Cannabis Corporate America in The Future
Cannabis Corporate America
It’s no secret that the cannabis industry is growing rapidly. The ArcView Group, a market research group specifically targeted around the industry, has already projected sales to generate up to $22.8 billion worth of profit by the year 2020, a staggering amount compared to the current standard of $7.1 billion.
As one would imagine, this has caused a number of companies to consider the profits that can be made through cannabis. In June of this year, Microsoft was one of the first to try and actualize this potential, partnering with the California cloud computing company Kind to create systems with which to track legal marijuana sales in the state.
This partnership is obviously notable given Microsoft’s position as one of the leading technology giants in the world. By joining forces, they’ve likely helped to legitimize cannabis as a market, something other businesses will likely fall over themselves to try and get a stake in. But there’s more to this story than just a single partnership.
Challenging the Status Quo and Federal Obstruction
The 2010 decade has been rife with developments in the world of cannabis. Colorado and Washington State made history in 2012 by legalizing marijuana for recreational use, starting a chain reaction that led to many other states taking a second look at their own laws.
It’s not much of a stretch to say that it’s likely just a matter of time before recreational use is legalize across the country. Even so, the government is still trailing behind. Despite nearly half the country having legalized cannabis for at least medical use, federal law still classifies it as a Schedule I drug with extreme penalties faced for both possession and sale.
Because of this, many companies have been hesitant to back the cannabis market for fear of harm to their reputation and legal issues that may arise. Microsoft, on the other hand, has decided to take the plunge and go into business with a cannabis-adjacent business despite the discrepancies between state and federal law. One of their arguments for doing so related to the nature of their business partner, the software they develop making it a simple matter to track the sale of marijuana “from seed to sale” and offer vital data in analyzing use, abuse, and how it affects users.

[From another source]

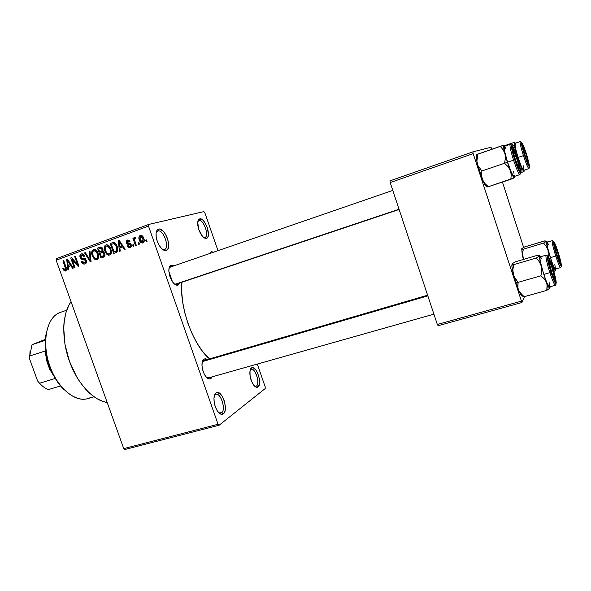 <?xml version="1.0" encoding="UTF-8"?>
<svg xmlns="http://www.w3.org/2000/svg" width="591" height="591" viewBox="0 0 591 591"><rect width="100%" height="100%" fill="white"/><g stroke="black" fill="none" stroke-linecap="round" stroke-linejoin="round"><path stroke-width="0.89" d="M254.544 386.13L251.832 381.978L250.111 376.268L249.978 370.978L250.806 368.614L251.463 367.92L250.717 369.523L251.219 369.286C255.312 367.691 260.276 383.574 256.442 386.012L258.068 386.957C256.738 387.859 255.201 387.157 253.458 384.859C250.887 380.863 249.698 376.497 249.882 371.754L251.463 367.92L253.103 367.661L255.933 369.988L257.639 373.002L259.331 378.602L259.493 383.832L258.068 386.957L256.435 387.297L254.544 386.13L255.873 386.3M199.019 220.606L197.83 221.61L199.019 220.606C203.526 219.062 209.569 236.237 204.944 237.434L206.488 238.343C205.254 238.661 203.858 237.907 202.285 236.09C199.426 232.337 197.889 228.096 197.675 223.383C197.726 220.783 198.413 219.283 199.736 218.884L199.019 220.606L199.736 218.884L202.639 219.933L204.715 222.312L207.271 227.476L208.424 234.634L207.818 237.124L206.488 238.343L204.626 238.084L202.528 236.37L198.864 229.788L197.712 222.511L198.362 220.037L199.736 218.884C204.981 217.119 211.933 237.183 206.488 238.343L203.54 237.36L204.87 237.456C209.613 236.466 203.577 219.054 199.019 220.606M157.9 230.978L156.187 232.588L157.9 230.978C163.367 229.153 170.075 247.991 164.497 249.491L166.152 250.503C164.335 250.931 162.355 249.749 160.213 246.957C157.849 243.573 156.46 239.828 156.061 235.72C155.876 231.931 156.733 229.722 158.654 229.094L157.9 230.978L158.654 229.094L159.725 229.049L163.352 231.31L165.643 234.472L167.445 238.424L168.487 242.576L168.605 246.329L167.792 249.114L166.152 250.503L163.929 250.274L161.454 248.427L159.105 245.25L157.258 241.224L156.201 236.969L156.098 233.164L156.962 230.401L158.654 229.094C165.037 227.003 172.742 249.047 166.152 250.503L164.394 249.528L162.348 249.269L164.394 249.528C170.134 248.279 163.434 229.138 157.9 230.978M215.272 394.685L214.393 395.682L215.272 394.685L214.681 394.847L215.951 394.36C220.879 392.527 226.19 409.822 221.61 412.791L223.383 413.84C221.44 415.089 219.335 413.973 217.067 410.494C214.954 406.8 213.927 402.833 213.972 398.578C214.112 395.771 214.806 393.887 216.062 392.941L215.272 394.685L216.062 392.941L216.993 392.535L220.229 393.791L222.342 396.472L224.055 400.196L225.348 406.475L225.164 410.243L224.159 412.991L222.467 414.298L221.433 414.335L219.209 413.161L217.052 410.472L215.294 406.682L214.215 402.39L213.986 398.26L214.636 394.943L216.062 392.941C221.536 388.509 229.064 410.036 223.383 413.84L221.61 412.791L220.842 413.175L218.833 412.806L221.61 412.791L219.978 413.22L221.61 412.791C226.56 409.504 220.022 390.814 215.272 394.685M170.393 267.066L169.004 268.417L170.393 267.073L171.161 265.211L170.393 267.066M174.352 283.916L176.369 284.101L178.127 285.098C176.391 285.645 174.5 284.537 172.461 281.774L168.834 271.269C168.731 267.915 169.506 265.891 171.161 265.211L174.035 265.817L171.161 265.211L169.152 267.782L168.819 270.996L169.986 276.861L171.693 280.577L173.843 283.444L176.103 285.025L178.127 285.098L176.369 284.101L174.352 283.916M211.223 251.633L210.544 253.229L211.223 251.633L213.55 252.194L211.223 251.633L209.716 253.517L211.223 251.633M203.245 360.791L204.028 359.018L203.26 359.712L202.225 362.12L201.989 365.57L202.595 369.545L203.947 373.409L205.845 376.563L207.973 378.521L210.012 378.986L212.243 376.814L210.898 378.632L209.244 377.656L210.898 378.632C209.088 379.614 207.138 378.543 205.033 375.411C203.038 372.064 202.019 368.437 201.967 364.536C202.048 361.707 202.735 359.867 204.028 359.018L202.292 361.818L203.245 360.791L202.55 360.998L203.71 360.584M206.724 377.553L209.133 377.597L206.724 377.553M255.231 386.344L256.442 386.012L255.231 386.344M203.636 359.904L203.252 359.72L203.636 359.904M204.848 212.753L217.99 250.665L204.848 212.753L203.858 211.608L148.688 224.447L203.858 211.608L204.848 212.753M257.292 364.078L265.219 386.95L257.292 364.078M218.057 424.272L123.741 448.628L56.16 260.21L148.481 226.072L218.057 424.272L219.15 425.217L265.189 388.56L265.219 386.95L265.189 388.56L219.15 425.217L124.93 449.485L219.15 425.217L218.057 424.272L148.481 226.072L148.688 224.447L148.481 226.072L56.16 260.21L123.741 448.628L124.93 449.485L123.741 448.628L218.057 424.272M142.904 243.012L144.248 241.002L143.783 238.306L142.217 235.802L140.222 235.381L138.885 237.353L139.328 240.012L140.643 242.347L142.904 243.012C144.381 241.933 144.669 240.36 143.783 238.306C143.207 236.319 142.069 235.329 140.37 235.336L140.222 235.381C138.759 236.444 138.464 237.988 139.328 240.012C139.897 242.051 141.05 243.064 142.786 243.049L142.904 243.012M136.277 245.265L134.556 239.902L134.792 238.919L135.635 238.69L135.494 237.56L134.704 237.412L134.098 239.096L133.684 237.922L132.886 238.217L135.479 245.553L136.277 245.265L134.556 239.902L135.014 238.771L135.635 238.69L135.494 237.56L134.593 237.442L134.098 239.096L133.684 237.922L132.886 238.217L135.479 245.553L136.277 245.265M130.072 247.659L131.261 246.469L131.158 244.6L130.057 243.16L127.235 242.709L126.999 241.963L127.582 241.202L128.609 241.18L129.193 241.933L129.946 241.512L128.882 240.182L127.368 240.094L126.26 241.143L126.504 243.256L127.449 244.157L129.99 244.482L130.522 245.56L129.51 246.661L128.055 245.59L127.309 246.011L128.439 247.481L130.072 247.659C131.268 247.09 131.63 246.07 131.158 244.6L127.058 242.391L127.848 241.098L129.193 241.933L129.946 241.512L127.523 240.042L126.319 242.835L129.99 244.482L130.426 245.073L129.761 246.595L128.055 245.59L127.309 246.011L130.072 247.659M116.006 252.608L117.306 251.7L117.808 250.059L117.461 247.356L116.228 244.401L113.997 242.428L110.185 243.462L113.716 253.436L116.006 252.608C117.993 251.286 118.385 249.247 117.181 246.477C116.604 244.364 115.437 242.997 113.671 242.384L110.185 243.462L113.716 253.436L116.006 252.608M103.373 257.181L104.644 256.28L104.962 254.595L103.964 252.091L102.768 251.367L103.07 249.904L102.383 248.05L100.743 247.082L97.463 248.146L100.987 258.045L103.373 257.181C104.895 256.538 105.331 255.282 104.688 253.413L102.768 251.367L102.864 248.981C102.309 247.533 101.393 246.935 100.115 247.178L97.463 248.146L100.987 258.045L103.373 257.181M91.066 261.636L89.95 250.909L89.152 251.205L90.238 260.638L85.348 252.601L84.565 252.889L90.32 261.909L91.066 261.636L89.95 250.909L89.152 251.205L90.238 260.638L85.348 252.601L84.565 252.889L90.32 261.909L91.066 261.636M74.954 267.472L72.161 259.663L78.115 266.327L78.921 266.039L75.426 256.258L74.673 256.531L77.473 264.369L71.511 257.698L70.713 257.986L74.207 267.745L74.954 267.472L72.161 259.663L78.115 266.327L78.921 266.039L75.426 256.258L74.673 256.531L77.473 264.369L71.511 257.698L70.713 257.986L74.207 267.745L74.954 267.472M64.138 270.759L65.764 270.929L66.561 269.393L63.695 260.572L62.956 260.845L65.697 269.186L64.744 269.895L63.555 268.188L62.853 268.58L64.138 270.759L66.451 270.109L64.138 270.759L65.542 271.025C66.702 270.153 66.872 268.868 66.059 267.169L63.695 260.572L62.956 260.845L65.704 268.853L65.121 269.895L63.555 268.188L62.853 268.58L64.138 270.759M68.696 269.74L68.305 266.6L70.883 265.662L72.567 268.336L73.35 268.055L67.485 259.176L66.702 259.464L67.921 270.021L68.696 269.74L68.305 266.6L70.883 265.662L72.567 268.336L73.35 268.055L67.485 259.176L66.702 259.464L67.921 270.021L68.696 269.74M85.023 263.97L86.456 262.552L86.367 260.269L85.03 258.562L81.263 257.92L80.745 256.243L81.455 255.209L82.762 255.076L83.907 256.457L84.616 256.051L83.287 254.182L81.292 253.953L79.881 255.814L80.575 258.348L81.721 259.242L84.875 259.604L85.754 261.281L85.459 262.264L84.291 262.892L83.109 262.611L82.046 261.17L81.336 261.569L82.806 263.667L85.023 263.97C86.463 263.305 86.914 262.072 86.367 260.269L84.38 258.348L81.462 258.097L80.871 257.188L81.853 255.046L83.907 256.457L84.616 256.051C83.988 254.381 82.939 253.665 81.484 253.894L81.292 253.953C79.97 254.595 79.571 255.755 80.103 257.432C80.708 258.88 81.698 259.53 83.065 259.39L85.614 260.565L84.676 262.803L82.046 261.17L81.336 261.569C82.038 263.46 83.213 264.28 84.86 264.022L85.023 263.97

The obvious comparison between the recent “marijuana renaissance” would be the alcohol prohibition of the 1920’s and 30’s. While it makes logical sense to conflate the two as recreational drugs, many major brands are still hesitant to go into business with cannabis companies due to its bad history; alcohol, on the other hand, has been legal for much longer and was still generally supported even during its period of illegality.
Of course, the support for alcohol and condemnation for cannabis is a bit hypocritical. While both have their recreational uses that can leave users in an altered state of consciousness, cannabis has tangible medical benefits for many people. In contrast, alcohol is proven to do little more than harm the body outside of very specific circumstances with specific beverages. Additionally, companies that sell alcohol are allowed to do business in part because they explicitly warn consumers of the dangers of consumption and promote responsible use, yet marijuana is not given the same benefit.
Even more ironic is the push back from beer companies who do not support legalization. These arguments don’t seem to be based in any concern for public health so much as a fear that cannabis may be so desirable to users that beer sales drop.
Marijuana’s Mainstream Image
Every product sold on store shelves has had its image carefully crafted to appeal to consumers. For the first time in American history, this standard has finally begun to apply to cannabis, with marketing people exploring an entirely new world of possibilities with the plant.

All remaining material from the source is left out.